- _Task details_:
Report each line of the data that contains the string "False".
** Study material follows **
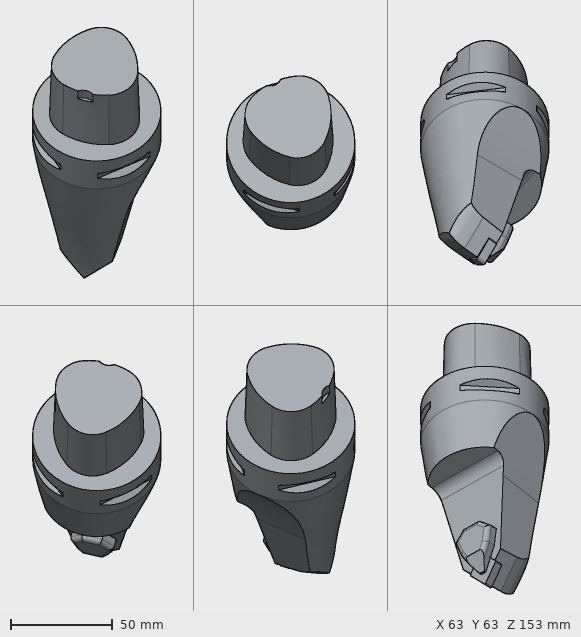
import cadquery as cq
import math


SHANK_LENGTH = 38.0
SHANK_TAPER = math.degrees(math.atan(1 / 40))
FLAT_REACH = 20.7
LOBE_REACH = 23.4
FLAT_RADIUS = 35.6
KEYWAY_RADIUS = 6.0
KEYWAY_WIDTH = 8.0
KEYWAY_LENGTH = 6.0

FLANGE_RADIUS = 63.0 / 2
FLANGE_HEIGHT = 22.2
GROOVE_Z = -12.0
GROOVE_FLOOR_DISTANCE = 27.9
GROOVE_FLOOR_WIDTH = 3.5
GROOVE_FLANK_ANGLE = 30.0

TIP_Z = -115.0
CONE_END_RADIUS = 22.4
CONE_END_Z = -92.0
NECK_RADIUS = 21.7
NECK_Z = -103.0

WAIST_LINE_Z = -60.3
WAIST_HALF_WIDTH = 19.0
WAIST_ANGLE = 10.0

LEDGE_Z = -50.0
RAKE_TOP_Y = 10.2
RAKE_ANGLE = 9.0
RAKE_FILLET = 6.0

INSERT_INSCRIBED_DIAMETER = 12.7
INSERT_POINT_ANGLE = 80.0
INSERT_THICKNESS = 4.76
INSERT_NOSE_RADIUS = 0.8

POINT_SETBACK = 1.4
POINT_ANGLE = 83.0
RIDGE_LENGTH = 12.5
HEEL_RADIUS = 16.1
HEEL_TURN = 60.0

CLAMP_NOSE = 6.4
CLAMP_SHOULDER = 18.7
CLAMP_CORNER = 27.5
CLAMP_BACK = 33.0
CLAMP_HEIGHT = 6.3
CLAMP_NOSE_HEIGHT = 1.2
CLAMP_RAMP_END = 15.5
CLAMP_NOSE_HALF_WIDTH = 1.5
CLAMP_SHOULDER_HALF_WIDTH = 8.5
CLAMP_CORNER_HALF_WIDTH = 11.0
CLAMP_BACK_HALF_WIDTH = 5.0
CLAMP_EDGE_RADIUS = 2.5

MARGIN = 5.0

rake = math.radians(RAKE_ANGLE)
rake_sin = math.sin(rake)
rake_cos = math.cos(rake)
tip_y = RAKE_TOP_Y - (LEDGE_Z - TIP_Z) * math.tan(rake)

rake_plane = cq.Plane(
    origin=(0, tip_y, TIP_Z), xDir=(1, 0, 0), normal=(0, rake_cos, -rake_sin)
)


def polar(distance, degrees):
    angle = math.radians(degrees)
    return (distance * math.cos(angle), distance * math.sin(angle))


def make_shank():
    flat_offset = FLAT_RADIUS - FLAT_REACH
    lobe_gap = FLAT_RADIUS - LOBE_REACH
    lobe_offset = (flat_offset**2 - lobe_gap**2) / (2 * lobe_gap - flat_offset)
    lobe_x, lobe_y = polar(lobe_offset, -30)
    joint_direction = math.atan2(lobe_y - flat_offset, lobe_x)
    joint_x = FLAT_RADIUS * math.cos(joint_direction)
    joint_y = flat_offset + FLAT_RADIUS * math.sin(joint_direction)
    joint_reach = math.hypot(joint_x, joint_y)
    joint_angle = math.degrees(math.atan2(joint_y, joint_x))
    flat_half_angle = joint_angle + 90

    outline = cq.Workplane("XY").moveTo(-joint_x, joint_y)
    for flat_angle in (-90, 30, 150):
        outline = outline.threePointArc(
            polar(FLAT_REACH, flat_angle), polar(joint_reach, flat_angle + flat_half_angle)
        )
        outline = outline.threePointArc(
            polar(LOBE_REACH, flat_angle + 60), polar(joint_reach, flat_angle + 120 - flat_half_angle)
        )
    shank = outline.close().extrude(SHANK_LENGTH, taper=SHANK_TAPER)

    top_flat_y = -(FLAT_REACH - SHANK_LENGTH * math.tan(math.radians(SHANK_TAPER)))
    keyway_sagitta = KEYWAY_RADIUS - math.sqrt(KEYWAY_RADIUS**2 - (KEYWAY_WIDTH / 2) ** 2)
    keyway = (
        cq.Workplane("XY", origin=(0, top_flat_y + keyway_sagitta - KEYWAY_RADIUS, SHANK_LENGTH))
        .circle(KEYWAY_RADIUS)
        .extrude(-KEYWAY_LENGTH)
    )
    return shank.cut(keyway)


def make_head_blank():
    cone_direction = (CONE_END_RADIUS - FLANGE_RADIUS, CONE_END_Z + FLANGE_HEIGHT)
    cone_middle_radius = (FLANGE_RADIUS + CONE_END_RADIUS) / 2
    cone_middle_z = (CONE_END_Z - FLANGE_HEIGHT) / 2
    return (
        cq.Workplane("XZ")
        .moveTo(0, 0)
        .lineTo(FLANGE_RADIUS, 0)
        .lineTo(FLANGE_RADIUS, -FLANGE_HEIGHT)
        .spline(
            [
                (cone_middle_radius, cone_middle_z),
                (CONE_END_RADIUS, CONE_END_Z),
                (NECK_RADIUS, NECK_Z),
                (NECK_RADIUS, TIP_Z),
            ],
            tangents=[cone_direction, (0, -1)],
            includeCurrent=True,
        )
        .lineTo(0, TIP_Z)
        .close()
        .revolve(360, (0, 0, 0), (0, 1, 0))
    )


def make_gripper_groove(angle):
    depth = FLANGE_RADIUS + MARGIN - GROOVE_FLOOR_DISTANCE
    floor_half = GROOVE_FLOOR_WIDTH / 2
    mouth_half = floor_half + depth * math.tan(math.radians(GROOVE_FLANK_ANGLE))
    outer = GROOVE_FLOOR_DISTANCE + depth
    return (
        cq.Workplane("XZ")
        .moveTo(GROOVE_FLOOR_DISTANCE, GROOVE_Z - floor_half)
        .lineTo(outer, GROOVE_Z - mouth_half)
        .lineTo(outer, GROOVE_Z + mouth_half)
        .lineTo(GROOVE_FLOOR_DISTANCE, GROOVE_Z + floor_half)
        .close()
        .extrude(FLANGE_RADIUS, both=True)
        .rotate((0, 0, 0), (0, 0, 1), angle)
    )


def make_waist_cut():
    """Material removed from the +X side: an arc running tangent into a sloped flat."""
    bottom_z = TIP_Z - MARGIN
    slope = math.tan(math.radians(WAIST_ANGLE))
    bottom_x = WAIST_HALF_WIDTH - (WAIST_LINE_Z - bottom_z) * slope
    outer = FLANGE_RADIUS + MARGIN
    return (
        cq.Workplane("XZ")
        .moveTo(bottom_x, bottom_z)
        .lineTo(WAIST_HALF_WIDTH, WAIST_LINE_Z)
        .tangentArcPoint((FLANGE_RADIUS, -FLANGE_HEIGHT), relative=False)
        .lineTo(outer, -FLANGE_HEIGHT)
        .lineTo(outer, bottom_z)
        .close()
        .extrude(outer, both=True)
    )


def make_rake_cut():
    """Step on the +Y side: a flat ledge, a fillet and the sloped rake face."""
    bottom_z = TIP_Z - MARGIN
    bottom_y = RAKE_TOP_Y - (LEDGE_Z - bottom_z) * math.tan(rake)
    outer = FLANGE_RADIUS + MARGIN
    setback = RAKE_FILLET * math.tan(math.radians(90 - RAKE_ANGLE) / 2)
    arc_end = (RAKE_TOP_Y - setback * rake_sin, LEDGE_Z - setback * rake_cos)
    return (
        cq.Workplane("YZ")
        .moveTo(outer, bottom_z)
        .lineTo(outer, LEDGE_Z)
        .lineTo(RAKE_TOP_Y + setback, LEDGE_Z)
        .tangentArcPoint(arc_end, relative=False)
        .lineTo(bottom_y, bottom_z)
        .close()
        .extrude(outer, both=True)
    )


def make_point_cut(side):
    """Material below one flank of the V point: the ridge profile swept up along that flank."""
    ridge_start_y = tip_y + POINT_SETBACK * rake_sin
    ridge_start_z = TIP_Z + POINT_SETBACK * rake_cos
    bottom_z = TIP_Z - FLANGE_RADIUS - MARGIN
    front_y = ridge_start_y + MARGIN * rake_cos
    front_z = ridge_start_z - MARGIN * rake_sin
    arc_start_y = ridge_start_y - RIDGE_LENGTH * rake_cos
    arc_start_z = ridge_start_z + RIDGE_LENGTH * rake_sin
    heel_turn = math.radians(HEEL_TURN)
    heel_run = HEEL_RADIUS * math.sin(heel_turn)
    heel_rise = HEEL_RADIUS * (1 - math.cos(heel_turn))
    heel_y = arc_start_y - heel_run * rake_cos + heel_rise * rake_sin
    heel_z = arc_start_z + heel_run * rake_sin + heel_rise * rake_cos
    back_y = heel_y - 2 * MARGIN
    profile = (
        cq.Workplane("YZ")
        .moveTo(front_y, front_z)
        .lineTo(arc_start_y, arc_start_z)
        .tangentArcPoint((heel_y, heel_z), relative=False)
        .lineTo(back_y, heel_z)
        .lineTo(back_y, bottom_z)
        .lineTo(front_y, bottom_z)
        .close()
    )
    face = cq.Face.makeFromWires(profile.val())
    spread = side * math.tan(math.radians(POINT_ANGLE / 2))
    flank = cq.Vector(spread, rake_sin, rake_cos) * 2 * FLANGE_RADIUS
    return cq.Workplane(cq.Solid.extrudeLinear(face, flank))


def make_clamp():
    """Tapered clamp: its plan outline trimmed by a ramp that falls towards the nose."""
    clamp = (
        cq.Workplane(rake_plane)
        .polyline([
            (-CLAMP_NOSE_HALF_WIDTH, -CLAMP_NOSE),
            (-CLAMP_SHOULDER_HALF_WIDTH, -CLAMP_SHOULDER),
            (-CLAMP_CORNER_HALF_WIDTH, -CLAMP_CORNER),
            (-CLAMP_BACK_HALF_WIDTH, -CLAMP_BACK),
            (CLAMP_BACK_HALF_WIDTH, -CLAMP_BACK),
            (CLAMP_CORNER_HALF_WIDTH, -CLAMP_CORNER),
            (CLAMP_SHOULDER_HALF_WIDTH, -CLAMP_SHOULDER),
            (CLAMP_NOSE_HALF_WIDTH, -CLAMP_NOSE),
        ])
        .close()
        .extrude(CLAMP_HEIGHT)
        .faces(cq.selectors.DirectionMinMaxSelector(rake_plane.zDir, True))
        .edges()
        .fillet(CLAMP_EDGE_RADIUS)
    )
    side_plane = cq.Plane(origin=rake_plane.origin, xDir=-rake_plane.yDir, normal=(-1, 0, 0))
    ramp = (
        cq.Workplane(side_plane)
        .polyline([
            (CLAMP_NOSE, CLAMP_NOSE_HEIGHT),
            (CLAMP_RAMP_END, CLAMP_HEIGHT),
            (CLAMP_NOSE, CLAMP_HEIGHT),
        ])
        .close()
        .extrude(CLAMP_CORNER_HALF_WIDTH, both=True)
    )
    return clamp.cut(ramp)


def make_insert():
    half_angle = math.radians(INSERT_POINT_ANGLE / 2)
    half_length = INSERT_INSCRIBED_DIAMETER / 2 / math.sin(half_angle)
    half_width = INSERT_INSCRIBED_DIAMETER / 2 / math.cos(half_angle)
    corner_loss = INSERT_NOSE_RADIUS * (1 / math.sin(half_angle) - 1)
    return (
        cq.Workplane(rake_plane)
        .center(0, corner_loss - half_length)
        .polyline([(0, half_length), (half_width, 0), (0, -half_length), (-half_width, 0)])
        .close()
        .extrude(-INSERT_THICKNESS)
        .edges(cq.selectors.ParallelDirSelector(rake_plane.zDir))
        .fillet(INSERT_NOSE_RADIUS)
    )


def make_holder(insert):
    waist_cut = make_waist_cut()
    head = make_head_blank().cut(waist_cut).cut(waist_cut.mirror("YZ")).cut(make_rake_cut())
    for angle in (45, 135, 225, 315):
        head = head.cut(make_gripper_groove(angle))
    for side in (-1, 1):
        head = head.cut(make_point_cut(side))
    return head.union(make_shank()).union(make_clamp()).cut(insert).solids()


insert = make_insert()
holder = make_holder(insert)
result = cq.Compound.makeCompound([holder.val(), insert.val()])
** End of Study material **
- _Response for this exercise_:
        .tangentArcPoint((FLANGE_RADIUS, -FLANGE_HEIGHT), relative=False)
        .tangentArcPoint(arc_end, relative=False)
        .tangentArcPoint((heel_y, heel_z), relative=False)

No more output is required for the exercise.